Before the crash I-Banking bonuses for first year Analysts at Big 4 firms were
on the order of $80-100K each year. Assume you bank all of that each year and
to be conservative, that it was 80K each year, you now have 320K. This will
pay for all three years of Yale Law ($142.5K) and leave you enough to live on
all through Law School. Presumably less selective schools cost less, so that's
an upper limit.

As a 1L your internship oportunities are pretty limited, and I'm guessing that
interning at a lower market firm doesn't really help that much for the
internships you really want in 2L and mid-market firms won't trust you if you
lie and say you're really enthusiastic about working for them because of blah.

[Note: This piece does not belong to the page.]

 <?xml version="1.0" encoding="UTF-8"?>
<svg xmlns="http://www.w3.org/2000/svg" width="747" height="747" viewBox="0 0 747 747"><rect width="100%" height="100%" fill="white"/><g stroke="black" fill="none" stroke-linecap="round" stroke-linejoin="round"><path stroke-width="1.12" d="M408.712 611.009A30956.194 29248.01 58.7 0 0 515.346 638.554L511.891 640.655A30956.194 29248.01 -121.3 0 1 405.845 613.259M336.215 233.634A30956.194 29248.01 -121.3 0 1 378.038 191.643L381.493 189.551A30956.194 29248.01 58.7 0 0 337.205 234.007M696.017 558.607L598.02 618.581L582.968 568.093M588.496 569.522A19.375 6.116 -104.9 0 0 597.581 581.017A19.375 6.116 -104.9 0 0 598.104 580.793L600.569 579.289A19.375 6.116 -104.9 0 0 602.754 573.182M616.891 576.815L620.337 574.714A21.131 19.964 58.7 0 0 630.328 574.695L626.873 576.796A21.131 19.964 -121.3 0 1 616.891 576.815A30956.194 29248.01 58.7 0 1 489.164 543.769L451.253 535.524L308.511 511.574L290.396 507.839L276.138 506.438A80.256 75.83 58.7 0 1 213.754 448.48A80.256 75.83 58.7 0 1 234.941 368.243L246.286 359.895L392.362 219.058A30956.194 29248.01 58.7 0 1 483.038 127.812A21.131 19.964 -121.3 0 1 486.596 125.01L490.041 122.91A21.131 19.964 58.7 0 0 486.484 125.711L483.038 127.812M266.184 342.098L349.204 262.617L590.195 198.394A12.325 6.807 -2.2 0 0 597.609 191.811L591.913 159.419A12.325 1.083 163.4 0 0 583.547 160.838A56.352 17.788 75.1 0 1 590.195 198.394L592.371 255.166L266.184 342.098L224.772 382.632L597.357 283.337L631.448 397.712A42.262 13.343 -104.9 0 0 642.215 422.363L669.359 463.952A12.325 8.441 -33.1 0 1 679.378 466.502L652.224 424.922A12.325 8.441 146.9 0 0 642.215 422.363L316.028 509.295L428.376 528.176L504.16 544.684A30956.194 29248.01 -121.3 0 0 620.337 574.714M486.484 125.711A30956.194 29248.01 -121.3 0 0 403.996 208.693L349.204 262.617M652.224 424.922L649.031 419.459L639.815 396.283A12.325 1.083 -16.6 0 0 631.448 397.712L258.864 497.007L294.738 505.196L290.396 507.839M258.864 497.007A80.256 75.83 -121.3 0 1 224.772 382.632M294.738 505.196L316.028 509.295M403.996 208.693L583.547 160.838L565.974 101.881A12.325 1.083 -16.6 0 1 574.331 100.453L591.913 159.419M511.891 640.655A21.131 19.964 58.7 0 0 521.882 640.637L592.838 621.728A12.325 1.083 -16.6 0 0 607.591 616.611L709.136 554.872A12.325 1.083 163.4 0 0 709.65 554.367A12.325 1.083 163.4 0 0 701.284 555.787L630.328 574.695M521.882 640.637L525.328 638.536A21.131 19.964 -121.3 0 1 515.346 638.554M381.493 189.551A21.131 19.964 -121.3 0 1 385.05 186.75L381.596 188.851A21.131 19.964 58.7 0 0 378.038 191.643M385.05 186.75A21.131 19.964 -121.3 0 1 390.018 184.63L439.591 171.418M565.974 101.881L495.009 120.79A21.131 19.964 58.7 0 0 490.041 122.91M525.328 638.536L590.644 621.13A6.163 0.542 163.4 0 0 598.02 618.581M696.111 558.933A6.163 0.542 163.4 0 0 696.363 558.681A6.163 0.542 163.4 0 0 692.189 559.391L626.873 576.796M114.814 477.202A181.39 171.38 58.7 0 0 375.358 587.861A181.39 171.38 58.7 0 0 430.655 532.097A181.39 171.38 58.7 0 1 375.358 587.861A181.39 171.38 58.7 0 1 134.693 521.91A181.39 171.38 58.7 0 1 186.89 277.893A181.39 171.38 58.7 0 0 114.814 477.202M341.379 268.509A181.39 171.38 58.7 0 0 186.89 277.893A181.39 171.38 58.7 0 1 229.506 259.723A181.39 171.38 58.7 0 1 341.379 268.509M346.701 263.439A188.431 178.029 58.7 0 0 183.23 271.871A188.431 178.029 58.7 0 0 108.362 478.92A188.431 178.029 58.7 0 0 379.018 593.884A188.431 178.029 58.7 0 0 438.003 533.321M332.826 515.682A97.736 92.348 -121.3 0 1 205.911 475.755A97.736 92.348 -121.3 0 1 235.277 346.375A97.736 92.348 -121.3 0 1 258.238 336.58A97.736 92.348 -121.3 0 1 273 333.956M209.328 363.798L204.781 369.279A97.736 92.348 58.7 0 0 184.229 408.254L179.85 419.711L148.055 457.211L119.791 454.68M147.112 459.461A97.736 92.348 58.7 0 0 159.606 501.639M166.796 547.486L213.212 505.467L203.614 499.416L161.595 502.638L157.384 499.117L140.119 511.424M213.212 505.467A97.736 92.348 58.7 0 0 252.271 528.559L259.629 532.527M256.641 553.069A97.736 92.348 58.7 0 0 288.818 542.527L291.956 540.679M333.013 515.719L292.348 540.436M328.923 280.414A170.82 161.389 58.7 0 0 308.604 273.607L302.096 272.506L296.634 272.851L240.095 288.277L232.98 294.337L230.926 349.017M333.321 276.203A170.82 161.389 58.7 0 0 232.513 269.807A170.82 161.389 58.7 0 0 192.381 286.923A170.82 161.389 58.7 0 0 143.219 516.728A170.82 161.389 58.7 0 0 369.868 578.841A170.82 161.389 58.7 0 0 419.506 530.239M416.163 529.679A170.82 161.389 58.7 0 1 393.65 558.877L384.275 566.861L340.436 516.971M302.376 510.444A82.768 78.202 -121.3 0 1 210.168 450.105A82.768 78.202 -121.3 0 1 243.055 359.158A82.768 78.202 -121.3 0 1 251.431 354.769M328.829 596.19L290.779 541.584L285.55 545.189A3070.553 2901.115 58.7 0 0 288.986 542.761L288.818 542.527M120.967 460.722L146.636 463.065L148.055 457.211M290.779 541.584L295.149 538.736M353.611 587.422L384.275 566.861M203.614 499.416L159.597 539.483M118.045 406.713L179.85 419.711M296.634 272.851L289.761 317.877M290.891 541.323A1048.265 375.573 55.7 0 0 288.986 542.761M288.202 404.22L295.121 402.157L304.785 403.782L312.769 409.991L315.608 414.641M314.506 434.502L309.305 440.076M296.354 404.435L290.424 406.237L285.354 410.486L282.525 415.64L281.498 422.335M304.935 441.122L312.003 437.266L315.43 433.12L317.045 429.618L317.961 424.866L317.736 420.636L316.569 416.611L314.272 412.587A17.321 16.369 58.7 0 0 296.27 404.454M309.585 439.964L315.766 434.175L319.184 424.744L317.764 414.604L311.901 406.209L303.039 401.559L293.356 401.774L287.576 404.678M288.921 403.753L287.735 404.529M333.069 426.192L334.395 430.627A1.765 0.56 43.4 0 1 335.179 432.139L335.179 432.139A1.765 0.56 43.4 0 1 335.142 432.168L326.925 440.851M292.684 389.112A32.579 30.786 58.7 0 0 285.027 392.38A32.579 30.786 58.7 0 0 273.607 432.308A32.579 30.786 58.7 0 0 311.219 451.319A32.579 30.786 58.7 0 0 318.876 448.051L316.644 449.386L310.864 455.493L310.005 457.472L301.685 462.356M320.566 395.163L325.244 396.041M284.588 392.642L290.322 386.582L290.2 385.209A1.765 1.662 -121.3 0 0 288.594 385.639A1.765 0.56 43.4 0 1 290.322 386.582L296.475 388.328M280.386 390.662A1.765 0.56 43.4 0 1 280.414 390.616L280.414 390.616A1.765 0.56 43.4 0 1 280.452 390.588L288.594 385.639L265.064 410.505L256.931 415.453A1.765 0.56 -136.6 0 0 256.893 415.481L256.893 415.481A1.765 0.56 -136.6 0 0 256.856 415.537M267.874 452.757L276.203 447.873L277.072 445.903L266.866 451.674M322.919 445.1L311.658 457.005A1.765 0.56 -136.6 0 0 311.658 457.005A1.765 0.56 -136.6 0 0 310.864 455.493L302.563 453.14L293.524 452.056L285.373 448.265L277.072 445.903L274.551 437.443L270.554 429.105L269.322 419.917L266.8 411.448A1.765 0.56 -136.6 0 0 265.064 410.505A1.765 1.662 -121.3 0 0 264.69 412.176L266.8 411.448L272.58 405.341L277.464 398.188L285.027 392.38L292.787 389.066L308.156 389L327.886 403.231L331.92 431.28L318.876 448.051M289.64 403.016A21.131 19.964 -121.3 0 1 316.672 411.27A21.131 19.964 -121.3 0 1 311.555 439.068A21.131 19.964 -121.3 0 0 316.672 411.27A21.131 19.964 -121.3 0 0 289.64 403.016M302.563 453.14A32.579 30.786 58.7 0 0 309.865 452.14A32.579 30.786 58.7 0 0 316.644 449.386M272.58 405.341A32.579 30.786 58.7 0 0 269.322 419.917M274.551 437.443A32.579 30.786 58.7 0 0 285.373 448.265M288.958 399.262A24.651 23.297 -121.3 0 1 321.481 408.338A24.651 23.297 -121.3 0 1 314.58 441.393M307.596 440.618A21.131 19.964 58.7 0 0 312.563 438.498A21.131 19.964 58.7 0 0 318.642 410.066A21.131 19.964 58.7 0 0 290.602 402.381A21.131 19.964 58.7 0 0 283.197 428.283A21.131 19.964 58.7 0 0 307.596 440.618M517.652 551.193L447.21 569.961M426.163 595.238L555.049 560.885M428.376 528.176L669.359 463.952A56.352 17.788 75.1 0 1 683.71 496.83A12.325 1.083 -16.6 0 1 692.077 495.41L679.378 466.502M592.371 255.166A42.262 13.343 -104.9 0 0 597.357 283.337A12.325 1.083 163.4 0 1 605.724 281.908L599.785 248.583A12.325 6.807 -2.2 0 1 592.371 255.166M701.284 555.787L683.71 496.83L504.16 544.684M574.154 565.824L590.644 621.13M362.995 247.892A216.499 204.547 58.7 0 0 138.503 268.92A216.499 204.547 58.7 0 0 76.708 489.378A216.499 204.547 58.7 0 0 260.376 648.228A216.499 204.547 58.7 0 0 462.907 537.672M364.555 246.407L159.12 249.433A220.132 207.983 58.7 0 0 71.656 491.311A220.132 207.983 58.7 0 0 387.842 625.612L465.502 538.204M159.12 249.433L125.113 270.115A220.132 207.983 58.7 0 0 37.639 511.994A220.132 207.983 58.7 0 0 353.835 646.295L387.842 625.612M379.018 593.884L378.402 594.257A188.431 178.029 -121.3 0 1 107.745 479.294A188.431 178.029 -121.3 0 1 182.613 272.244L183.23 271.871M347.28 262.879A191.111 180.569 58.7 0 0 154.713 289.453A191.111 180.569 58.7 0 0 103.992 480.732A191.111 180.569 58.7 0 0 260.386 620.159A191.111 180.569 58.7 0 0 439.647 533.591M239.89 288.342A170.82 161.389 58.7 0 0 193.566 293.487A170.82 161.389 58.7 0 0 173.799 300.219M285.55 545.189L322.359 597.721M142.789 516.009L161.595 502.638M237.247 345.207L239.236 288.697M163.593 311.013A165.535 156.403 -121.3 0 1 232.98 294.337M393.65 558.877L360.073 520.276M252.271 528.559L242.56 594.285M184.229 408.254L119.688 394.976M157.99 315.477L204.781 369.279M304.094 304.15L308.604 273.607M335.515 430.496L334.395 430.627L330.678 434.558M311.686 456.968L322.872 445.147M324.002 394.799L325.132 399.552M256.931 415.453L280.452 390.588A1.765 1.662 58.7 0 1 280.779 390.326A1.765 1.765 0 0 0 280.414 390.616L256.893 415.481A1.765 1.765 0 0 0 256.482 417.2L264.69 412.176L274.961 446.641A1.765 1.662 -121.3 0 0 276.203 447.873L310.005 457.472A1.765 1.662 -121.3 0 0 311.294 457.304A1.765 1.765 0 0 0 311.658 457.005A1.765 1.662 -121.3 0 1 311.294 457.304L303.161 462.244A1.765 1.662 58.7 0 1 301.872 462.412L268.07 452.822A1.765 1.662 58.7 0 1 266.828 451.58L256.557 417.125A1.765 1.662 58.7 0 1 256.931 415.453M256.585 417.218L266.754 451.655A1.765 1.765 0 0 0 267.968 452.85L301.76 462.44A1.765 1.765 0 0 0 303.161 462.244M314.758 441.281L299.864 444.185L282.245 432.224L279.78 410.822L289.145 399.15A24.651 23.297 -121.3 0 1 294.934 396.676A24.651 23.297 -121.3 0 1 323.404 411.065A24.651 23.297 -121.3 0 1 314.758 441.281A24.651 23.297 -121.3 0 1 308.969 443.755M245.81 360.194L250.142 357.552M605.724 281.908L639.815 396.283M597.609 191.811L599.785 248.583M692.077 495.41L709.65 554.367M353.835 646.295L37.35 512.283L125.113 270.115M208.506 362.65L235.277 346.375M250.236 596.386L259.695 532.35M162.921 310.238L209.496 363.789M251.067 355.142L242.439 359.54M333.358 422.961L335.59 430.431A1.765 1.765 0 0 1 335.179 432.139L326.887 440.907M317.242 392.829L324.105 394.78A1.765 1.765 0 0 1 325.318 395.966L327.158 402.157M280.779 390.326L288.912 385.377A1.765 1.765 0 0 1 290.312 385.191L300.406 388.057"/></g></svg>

Interns aren't all that productive because they have no experience with the
law as it's practiced. First year associates aren't that hot, so internships
are basically a hiring expense and it doesn't really pay until they're
productive in second or third year.

An interesting internship, like with a startup could really help if you want
to get into a firm in that space like Wilson Sonsini. Outside of that it could
be positively harmful as a sign of outside interests and a life, not conducive
to running up 2,000 billable hours a year. Most firms probably can't afford to
be that selective though because most lawyers quit corporate law and go in-
house counsel or something less soul crushing when they pay off their Law
School loans and maybe build up a nest egg.

jwb119 probably isn't going to Law School for the money afterwards so much of
that probably doesn't apply, but the how he can afford to make this offer
does.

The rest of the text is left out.